» **PROBLEM REQUIREMENTS**: Nothing but the lines from the top of the records through the line with "a shape modelled" should be returned, exactly, and without pictures.

━━━━━ DATA FOR THIS EXERCISE

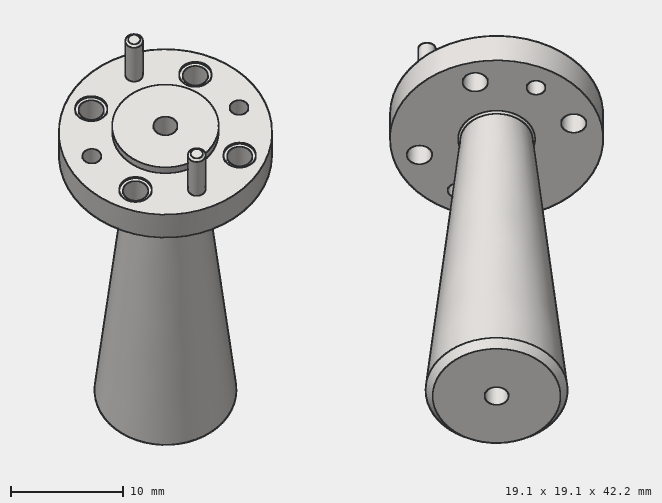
import cadquery as cq

FLANGE_DIAMETER = 19.05
FLANGE_THICKNESS = 3.25
BOSS_DIAMETER = 9.525
BOSS_HEIGHT = 0.84
BORE_DIAMETER = 2.15

HORN_LENGTH = 34.0
MOUTH_DIAMETER = 12.7
NECK_DIAMETER = 6.48
MOUTH_CHAMFER_WIDTH = 0.64
MOUTH_CHAMFER_HEIGHT = 0.76
NECK_CHAMFER = 0.2

OVERALL_HEIGHT = 42.24

PITCH_DIAMETER = 14.2875
SCREW_HOLE_DIAMETER = 2.26
COUNTERBORE_DIAMETER = 2.9
COUNTERBORE_DEPTH = 0.2
ALIGNMENT_HOLE_DIAMETER = 1.68
PIN_DIAMETER = 1.5875
PIN_CHAMFER_WIDTH = 0.25
PIN_CHAMFER_HEIGHT = 0.2

SCREW_ANGLES = (0, 90, 180, 270)
ALIGNMENT_HOLE_ANGLES = (45, 225)
PIN_ANGLES = (135, 315)

FLANGE_TOP = HORN_LENGTH + FLANGE_THICKNESS
BOSS_TOP = FLANGE_TOP + BOSS_HEIGHT


def at_pitch_circle(shape, angle):
    """Move a shape modelled on the Z axis out to the pitch circle at an angle in degrees."""
    return shape.translate((PITCH_DIAMETER / 2, 0, 0)).rotate((0, 0, 0), (0, 0, 1), angle)


def make_body():
    """Revolve the horn, flange and boss about Z as one solid."""
    mouth_radius = MOUTH_DIAMETER / 2
    neck_radius = NECK_DIAMETER / 2
    return (
        cq.Workplane("XZ")
        .lineTo(mouth_radius - MOUTH_CHAMFER_WIDTH, 0)
        .lineTo(mouth_radius, MOUTH_CHAMFER_HEIGHT)
        .lineTo(neck_radius, HORN_LENGTH - NECK_CHAMFER)
        .lineTo(neck_radius + NECK_CHAMFER, HORN_LENGTH)
        .lineTo(FLANGE_DIAMETER / 2, HORN_LENGTH)
        .lineTo(FLANGE_DIAMETER / 2, FLANGE_TOP)
        .lineTo(BOSS_DIAMETER / 2, FLANGE_TOP)
        .lineTo(BOSS_DIAMETER / 2, BOSS_TOP)
        .lineTo(0, BOSS_TOP)
        .close()
        .revolve(360, (0, 0, 0), (0, 1, 0))
    )


def make_screw_hole():
    """Through-flange screw hole cutter with a shallow counterbore in the mating face."""
    hole = (
        cq.Workplane("XY", origin=(0, 0, HORN_LENGTH))
        .circle(SCREW_HOLE_DIAMETER / 2)
        .extrude(FLANGE_THICKNESS)
    )
    counterbore = (
        cq.Workplane("XY", origin=(0, 0, FLANGE_TOP))
        .circle(COUNTERBORE_DIAMETER / 2)
        .extrude(-COUNTERBORE_DEPTH)
    )
    return hole.union(counterbore)


def make_alignment_hole():
    """Plain through-flange hole cutter that receives the pin of the mating flange."""
    return (
        cq.Workplane("XY", origin=(0, 0, HORN_LENGTH))
        .circle(ALIGNMENT_HOLE_DIAMETER / 2)
        .extrude(FLANGE_THICKNESS)
    )


def make_pin():
    """Alignment pin seated through the flange, with a chamfered tip."""
    return (
        cq.Workplane("XY", origin=(0, 0, HORN_LENGTH))
        .circle(PIN_DIAMETER / 2)
        .extrude(OVERALL_HEIGHT - HORN_LENGTH)
        .faces(">Z")
        .chamfer(PIN_CHAMFER_HEIGHT, PIN_CHAMFER_WIDTH)
    )


def make_bore():
    """Straight bore along the whole axis of the horn."""
    return cq.Workplane("XY").circle(BORE_DIAMETER / 2).extrude(BOSS_TOP)


result = make_body().cut(make_bore())
for screw_angle in SCREW_ANGLES:
    result = result.cut(at_pitch_circle(make_screw_hole(), screw_angle))
for hole_angle in ALIGNMENT_HOLE_ANGLES:
    result = result.cut(at_pitch_circle(make_alignment_hole(), hole_angle))
for pin_angle in PIN_ANGLES:
    result = result.union(at_pitch_circle(make_pin(), pin_angle))

━━━━━━━━━━

» **OUTPUT OF THE EXERCISE**:
import cadquery as cq

FLANGE_DIAMETER = 19.05
FLANGE_THICKNESS = 3.25
BOSS_DIAMETER = 9.525
BOSS_HEIGHT = 0.84
BORE_DIAMETER = 2.15

HORN_LENGTH = 34.0
MOUTH_DIAMETER = 12.7
NECK_DIAMETER = 6.48
MOUTH_CHAMFER_WIDTH = 0.64
MOUTH_CHAMFER_HEIGHT = 0.76
NECK_CHAMFER = 0.2

OVERALL_HEIGHT = 42.24

PITCH_DIAMETER = 14.2875
SCREW_HOLE_DIAMETER = 2.26
COUNTERBORE_DIAMETER = 2.9
COUNTERBORE_DEPTH = 0.2
ALIGNMENT_HOLE_DIAMETER = 1.68
PIN_DIAMETER = 1.5875
PIN_CHAMFER_WIDTH = 0.25
PIN_CHAMFER_HEIGHT = 0.2

SCREW_ANGLES = (0, 90, 180, 270)
ALIGNMENT_HOLE_ANGLES = (45, 225)
PIN_ANGLES = (135, 315)

FLANGE_TOP = HORN_LENGTH + FLANGE_THICKNESS
BOSS_TOP = FLANGE_TOP + BOSS_HEIGHT


def at_pitch_circle(shape, angle):
    """Move a shape modelled on the Z axis out to the pitch circle at an angle in degrees."""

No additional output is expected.